Figure 3: Force Transducer measurement visual
Figure 4: Feedback reaction of changing surface height
As the machine records the reaction of a laser probe to changes in the feedback system (normally done with a laser and sensitive photodiode), the computer system records an image over time as the tip moves across the sample in a raster pattern. An important aspect of this study will be in testing the impulse response of the tip in both repulsive and attractive regimes. The force measurement recorded by the force transducer is much higher when the tip is in direct, or hard contact with the surface of the material- this is called the repulsive regime. As the tip moves gradually away in the z-direction, the measurement of force follows the curve below in Figure 5 (Rabe, Turner 1997) until it enters the attractive regime. Figure 6 below (Eaton, West, 2010) shows a block diagram of AFM operation, with the stage components and electronics as a single system. The x, y, and z directions of the tip are controlled by piezoelectronics, allowing for very precise movements in any direction.
Figure 5: Attractive and repulsive regime force curve
Figure 6: Block diagram of AFM operation
The third most important system of instrumentation in the AFM is the computer. This controls system software that interfaces with the equipment. This also interfaces the machine with the user. Here, in the intricate and nanoscale-precise instrument, is where my project takes place. It is suspected that if an impulse were to be applied to the tip of the machine, the impulse response would be nonlinear.

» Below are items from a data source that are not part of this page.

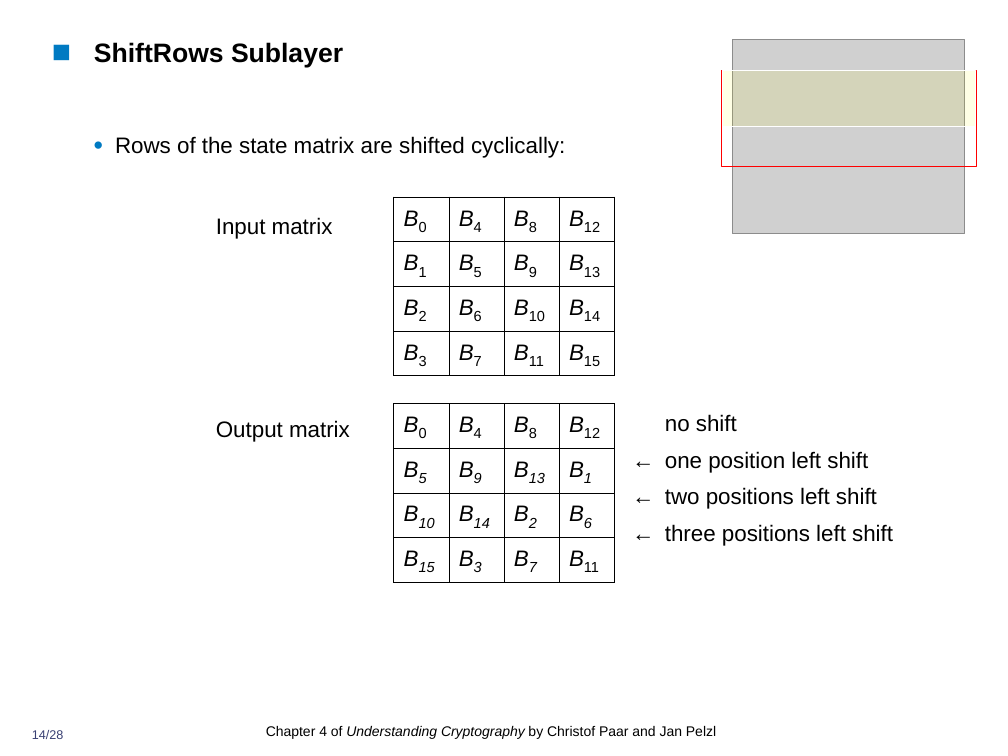
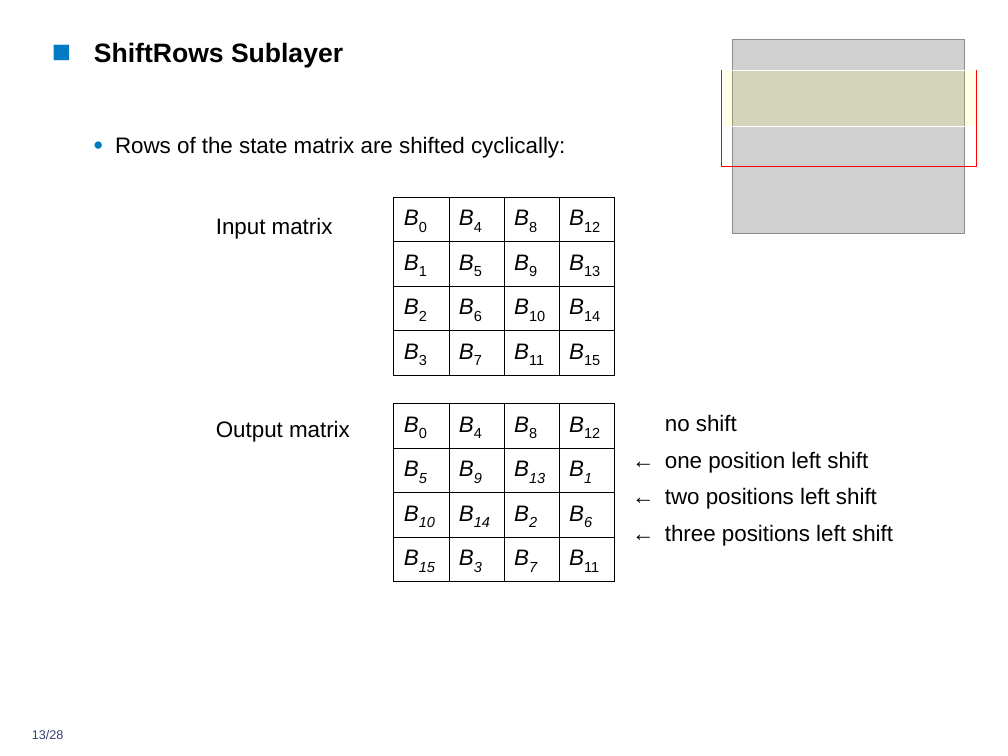
Before and after one commit to Emadalsuwat/emadalsuwat.github.io, a slide deck: slide 13 of cryptography/Lecture7.ppt (slide 14 before the commit). Drawn at 1008x756 pixels with LibreOffice and Linux fonts; fonts in the diff are those of the drawing; grey boxes stand for pictures. Boxes give left, top, right and bottom in pixels: in the first picture for what was removed or moved away, otherwise in the second. Text is boxed around its words. In the diff, an @@ line names an element or a change of style, - is before the commit and + after.

```diff
--- a/cryptography/Lecture7.ppt
+++ b/cryptography/Lecture7.ppt
@@ page number at box(32, 730, 64, 739): text changed @@
-14/28
+13/28
@@ text removed at box(266, 726, 716, 739) @@
-Chapter 4 of Understanding Cryptography by Christof Paar and Jan Pelzl
```
Also in this commit, not shown: 26 other slides changed, 1 slide removed.

According to Rabe, Turner 1997:
“Acoustical vibrations of atomic force microscope cantilevers can be excited either by insonification of the sample or by vibration of the clamped cantilever end. The resulting dynamical system is complex and highly nonlinear.”
To investigate this suspected complex and potentially interesting issue, I will design a module which permits an AFM user to monitor the non-linear impulse response of an AFM tip as a function of height above the sample through user-defined control of the AFM piezos. With this module in place, it will be possible to study the characteristics of the impulse response as a function of height above the sample, comparing the response in the attractive and repulsive regimes. This problem may lead to a new or alternative system of probe/sample position interrogation. In the words of Eaton, West, 2010:
“One of the major challenges in AFM design is making a motion control system that permits the approach of the probe to the surface before scanning. This must be done such that the probe does not crash into the surface and break. An analogous engineering challenge would be to fly from the earth to the moon in 60 seconds and stop 38 meters from the surface without overshooting or crashing.
It is the hope of this study to gain new insights into the approach and reaction of the tip of the AFM to different signals. With the ability to develop new software that can interface with the machine, new doors may be unlocked in studying components of the AFM. At a nanoscale level, this sounds daunting. However, this problem of flying from the earth to the moon in 60 seconds and stopping 38 meters from the surface sounds like a worthy problem to address.